Oddly enough, I caught Clint Eastwood’s speech.
I was driving some where around Chicago and snapped on the radio to hear Clint Eastwood mid-dialogue with, what sounded like himself. It wasn’t until later that I put two and two together to figure out what he was really doing. True to form, Eastwood’s “empty chair” stole the thunder from the GOP convention along with Paul Ryan’s flat out falsifications—one of which was his marathon running time of all things.
Yes, being a bleeding heart liberal (let’s go with the term progressive), I did pay more attention to the Democratic National Convention. But being safely back in New Orleans aided in that process I’ll admit. But, to be fair, I missed Michelle Obama’s speech—I think someone actually dropped by my house that night. I endured Clinton’s hour long speech and I did a late night at work and turned on CSPAN online to catch Obama’s speech the last night.
To compare the two is normal and fair, but I think it does speak to the vast differences in the campaigns. Due to the blatant errors, which amount to lies, that came from Paul Ryan’s speech has introduced the phrase “fact-checkers” into an almost daily loop on any cable news outlet. Compared to the soaring rhetoric of Obama and Clinton, Romney’s speech was vastly overshadowed by the “empty chair” motif which went over like a lead balloon in every circle not already identified as conservative or a part of the GOP base.
Here’s what bothered me: neither side took the convention as an opportunity to spell out what they plan to do if elected in November. As a registered voter, this bothered me. Both parties attempted to pull at the emotional heartstrings of the respective constituencies in an attempt to…to…to do—something, I guess. The GOP took the out of context quote from Obama of “you didn’t build that” and co-opted it into “we built that/it.” Again, it only reached as far as the base. I think it was short-sighted and they focused far too much of their convention on what I thought was a rather lame concept. The Democrats on the other hand reached back to the 2008 playbook and through Clinton and Obama’s speeches respectively began to sell this idea that “hope” and “change” is reason enough to vote for Obama again.
Comparatively, we all know which model won in 2008.

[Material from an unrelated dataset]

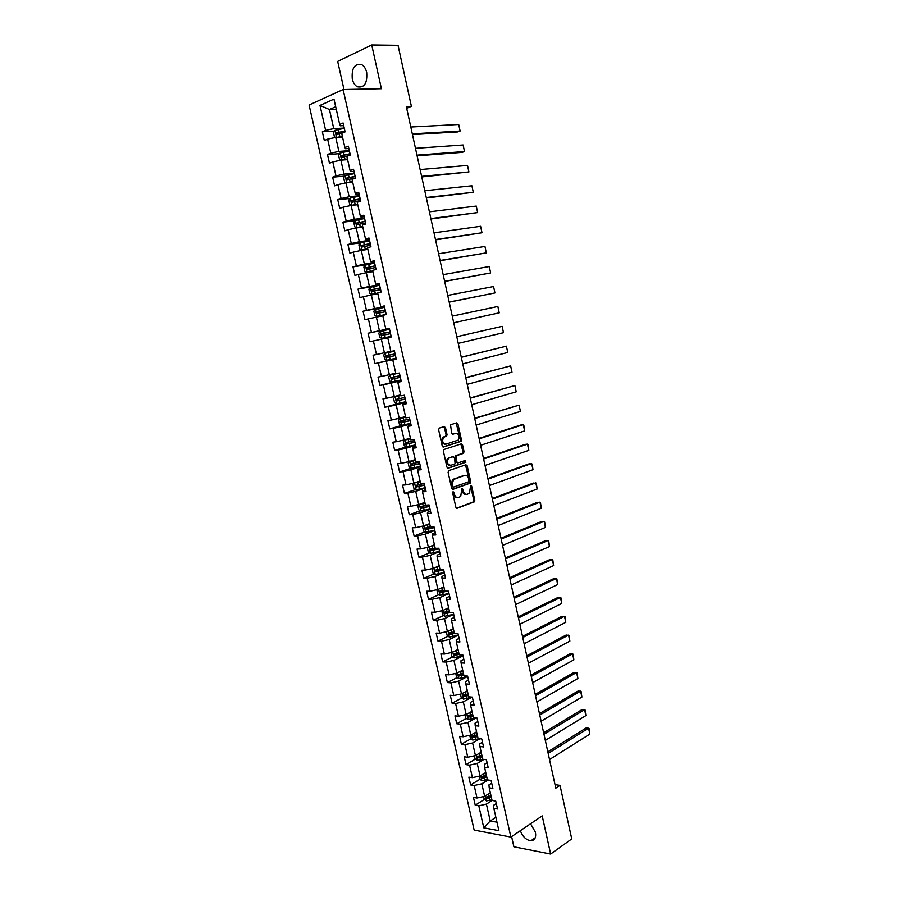 <?xml version="1.0" encoding="UTF-8"?>
<svg xmlns="http://www.w3.org/2000/svg" width="899" height="899" viewBox="0 0 899 899"><rect width="100%" height="100%" fill="white"/><g stroke="black" fill="none" stroke-linecap="round" stroke-linejoin="round"><path stroke-width="1.35" d="M453.141 491.674L452.68 492.877L455.883 507.272L457.142 508.272L474.391 501.799L474.784 500.26L471.649 486.067L470.615 485.471L469.492 493.281L467.289 494.259C465.401 494.664 464.075 493.596 463.311 491.056L462.906 489.202L461.85 488.607L460.715 496.462L458.468 497.473C456.557 497.889 455.209 496.81 454.445 494.248L453.141 491.674M352.284 79.022C353.206 82.787 354.88 85.371 357.319 86.787C364.342 88.08 367.455 83.281 366.68 72.403C365.781 68.661 364.129 66.088 361.724 64.649C354.611 63.335 351.475 68.122 352.284 79.022M520.319 830.698C522.679 836.722 526.196 840.082 530.871 840.779C534.759 840.419 536.287 837.576 535.433 832.238L530.556 823.765M445.499 427.688L444.218 426.609L439.296 428.093L438.622 429.767L442.218 445.938L443.499 447.005L461.086 441.33L461.445 439.858L457.928 423.923L456.67 422.856L450.523 424.8L451.703 433.138L452.961 434.195L455.849 433.296C459.209 434.06 460.007 436.318 458.254 440.072L446.073 444.14C442.656 443.421 441.836 441.151 443.6 437.341L446.679 436.049L447.028 434.577L445.499 427.688L444.511 427.823L443.713 426.767M511.61 836.598L513.891 846.791L550.638 854.05L542.198 815.876L510.89 837.081L343.115 89.54L381.401 88.709L371.725 44.95L398.032 45.287L411.394 106.329L406.303 106.509L555.796 788.153L560.021 785.366L555.031 784.647M550.638 854.05L571.742 838.924L560.021 785.366M448.758 470.615L448.095 472.301L451.669 488.359L452.939 489.371L470.289 483.145L470.671 481.617L467.177 465.806L465.94 464.783L448.758 470.615M446.96 467.188L443.364 451.073L443.724 449.579L461.311 443.859L462.558 444.904L464.064 451.703L463.412 453.354L456.198 455.804L456.838 461.839L458.085 462.873L465.289 460.457L465.896 462.232L448.23 468.222L446.96 467.188M510.89 837.081L474.155 830.08L309.076 105.014L343.115 89.54M334.406 131.142L322.325 131.782L324.314 140.536L327.629 139.154L330.81 153.178L327.494 154.516L329.472 163.236L332.799 161.932L335.968 175.901L332.63 177.17L334.608 185.857L337.945 184.621L341.103 198.533L337.754 199.724L339.721 208.377L343.07 207.22L346.205 221.075L342.856 222.199L344.811 230.818L348.171 229.717L351.295 243.528L347.935 244.584L349.891 253.17L353.251 252.147L356.375 265.89L353.004 266.879L354.948 275.431L358.319 274.476L361.42 288.174L358.049 289.085L359.982 297.614L363.365 296.715L366.455 310.369L363.072 311.211L364.994 319.696L368.388 318.875L371.467 332.473L368.073 333.248L369.995 341.71L373.388 340.957L376.456 354.498L373.063 355.206L374.973 363.623L378.378 362.938L381.434 376.434L378.018 377.074L379.929 385.469L383.345 384.839L386.39 398.279L382.974 398.864L384.862 407.213L388.289 406.663L391.323 420.047L387.896 420.563L389.784 428.89L393.223 428.396L396.245 441.724L392.807 442.173L394.683 450.466L398.122 450.051L401.134 463.333L397.695 463.715L399.572 471.975L403.022 471.615L406.022 484.842L402.561 485.168L404.438 493.394L407.888 493.102L410.877 506.283L407.416 506.542L409.281 514.734L412.742 514.498L415.72 527.634L412.248 527.825L414.113 535.995L417.574 535.826L420.541 548.907L417.069 549.042L418.912 557.178L422.395 557.065L425.351 570.101L421.867 570.168L423.71 578.271L427.194 578.226L430.138 591.205L426.643 591.216L428.475 599.285L431.969 599.307L434.902 612.241L431.408 612.185L433.228 620.231L436.734 620.31L439.656 633.188L436.15 633.076L437.97 641.088L441.476 641.223L444.387 654.056L440.881 653.888L442.69 661.866L446.207 662.069L449.107 674.857L445.589 674.621L447.387 682.577L450.916 682.835L453.804 695.568L450.275 695.275L452.073 703.198L455.602 703.512L458.479 716.211L454.95 715.851L456.737 723.751L460.277 724.122L463.142 736.764L459.603 736.36L461.389 744.226L464.929 744.653L467.783 757.25L464.244 756.778L466.019 764.622L469.57 765.116L472.413 777.657L468.862 777.129L470.638 784.939L474.189 785.49L477.021 797.997L473.47 797.402L475.234 805.189L478.796 805.796L483.786 827.833L498.878 830.654L493.843 808.358L497.518 808.976L495.731 801.065L492.068 800.458L489.213 787.816L492.877 788.378L491.09 780.433L487.427 779.894L484.561 767.195L488.224 767.701L486.426 759.722L482.774 759.239L479.897 746.496L483.55 746.934L481.752 738.933L478.099 738.506L475.211 725.718L478.864 726.1L477.054 718.065L473.413 717.705L470.514 704.861L474.155 705.187L472.335 697.118L468.705 696.815L465.794 683.925L469.424 684.184L467.604 676.093L463.974 675.846L461.063 662.9L464.682 663.114L462.85 654.978L459.232 654.798L456.299 641.807L459.917 641.953L458.085 633.795L454.467 633.671L451.534 620.636L455.141 620.715L453.298 612.522L449.691 612.466L446.736 599.375L450.343 599.386L448.489 591.171L444.893 591.171L441.926 578.035L445.522 577.99L443.657 569.73L440.072 569.809L437.094 556.616L440.679 556.503L438.813 548.21L435.24 548.345L432.25 535.107L435.824 534.927L433.959 526.612L430.385 526.814L427.385 513.52L430.958 513.273L429.07 504.923L425.508 505.193L422.496 491.843L426.059 491.539L424.171 483.156L420.62 483.493L417.597 470.087L421.148 469.716L419.26 461.299L415.709 461.704L412.675 448.253L416.215 447.814L414.315 439.364L410.776 439.825L407.73 426.328L411.27 425.823L409.36 417.338L405.82 417.866L402.763 404.314L406.303 403.741L404.381 395.223L400.853 395.83L397.785 382.221L401.314 381.581L399.381 373.029L395.863 373.692L392.784 360.038L396.302 359.319L394.369 350.745L390.863 351.475L387.761 337.766L391.267 336.979L389.334 328.371L385.828 329.169L389.357 328.495M322.325 131.782L325.64 130.377L319.988 105.419L333.967 99.126L339.676 124.422L343.092 122.961L345.104 131.895L341.676 133.322L344.879 147.526L348.318 146.155L350.318 155.044L346.879 156.392L350.071 170.552L353.521 169.248L355.51 178.103L352.06 179.384L355.24 193.487L358.69 192.251L360.679 201.073L357.229 202.275L360.387 216.322L363.848 215.164L365.826 223.952L362.364 225.087L365.522 239.067L368.983 237.988L370.961 246.742L367.489 247.798L370.624 261.733L374.108 260.71L376.063 269.43L372.591 270.419L375.715 284.298L379.198 283.354L381.154 292.04L377.67 292.962L380.783 306.784L384.278 305.907L386.222 314.56L382.727 315.403L385.828 329.169M349.34 150.695L338.901 151.403L335.732 137.378L342.508 136.985M348.846 148.515L345.564 148.74L344.879 147.526M335.732 137.378L327.629 139.154M338.901 151.403L330.81 153.178M354.408 173.237L344.036 174.125L340.878 160.157L347.621 159.651M353.981 171.327L350.722 171.608L350.071 170.552M340.878 160.157L332.799 161.932M344.036 174.125L335.968 175.901M359.465 195.69L349.149 196.769L346.003 182.845L352.7 182.227M359.094 194.049L355.858 194.375L355.24 193.487M346.003 182.845L337.945 184.621M349.149 196.769L341.103 198.533M364.5 218.064L354.251 219.311L351.116 205.444L357.768 204.714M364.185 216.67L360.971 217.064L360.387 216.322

This isn’t to say it’s a shoe-in for this year. It most certainly is not with an unemployment rate that refuses to budge, and an economy that is not nearly as strong as it once was 15 years ago either. What I thought was interesting from the Clinton and Obama speeches was that they were asking the base, and Obama as a sitting president, asking the nation, to normalize the economic situation to a certain point. Those two were asking us as citizens to deal with what we have, make do and just hope that things get better; our hope just has a better shot of coming to fruition if we elect the Obama/Biden ticket.
That’s all well and good, but I’m just hoping Obama has some policies he’s ready to discuss come the debates in October just because I’d feel better about things. We all remember the American Jobs Act, which of course, sounded good, but we see what Congress did with that.
Oddly enough, there is no power granted under the Constitution that grants the president the power that would effectively make a real difference on the economy, yet we expect him to do something about it.
To use the most overly used phrase of the last two years, at the end of the day…we’re all still American, we all are citizens and we all, for the most part, are entitled to the same rights as our neighbor, I just hope whoever wins has enough wherewithal to keep those rights. To quote a famous preacher, while yet in the pulpit:
“It’s gotten to be that you can’t tell the difference between a donkey and an elephant, because sh*t comes out of both of them.”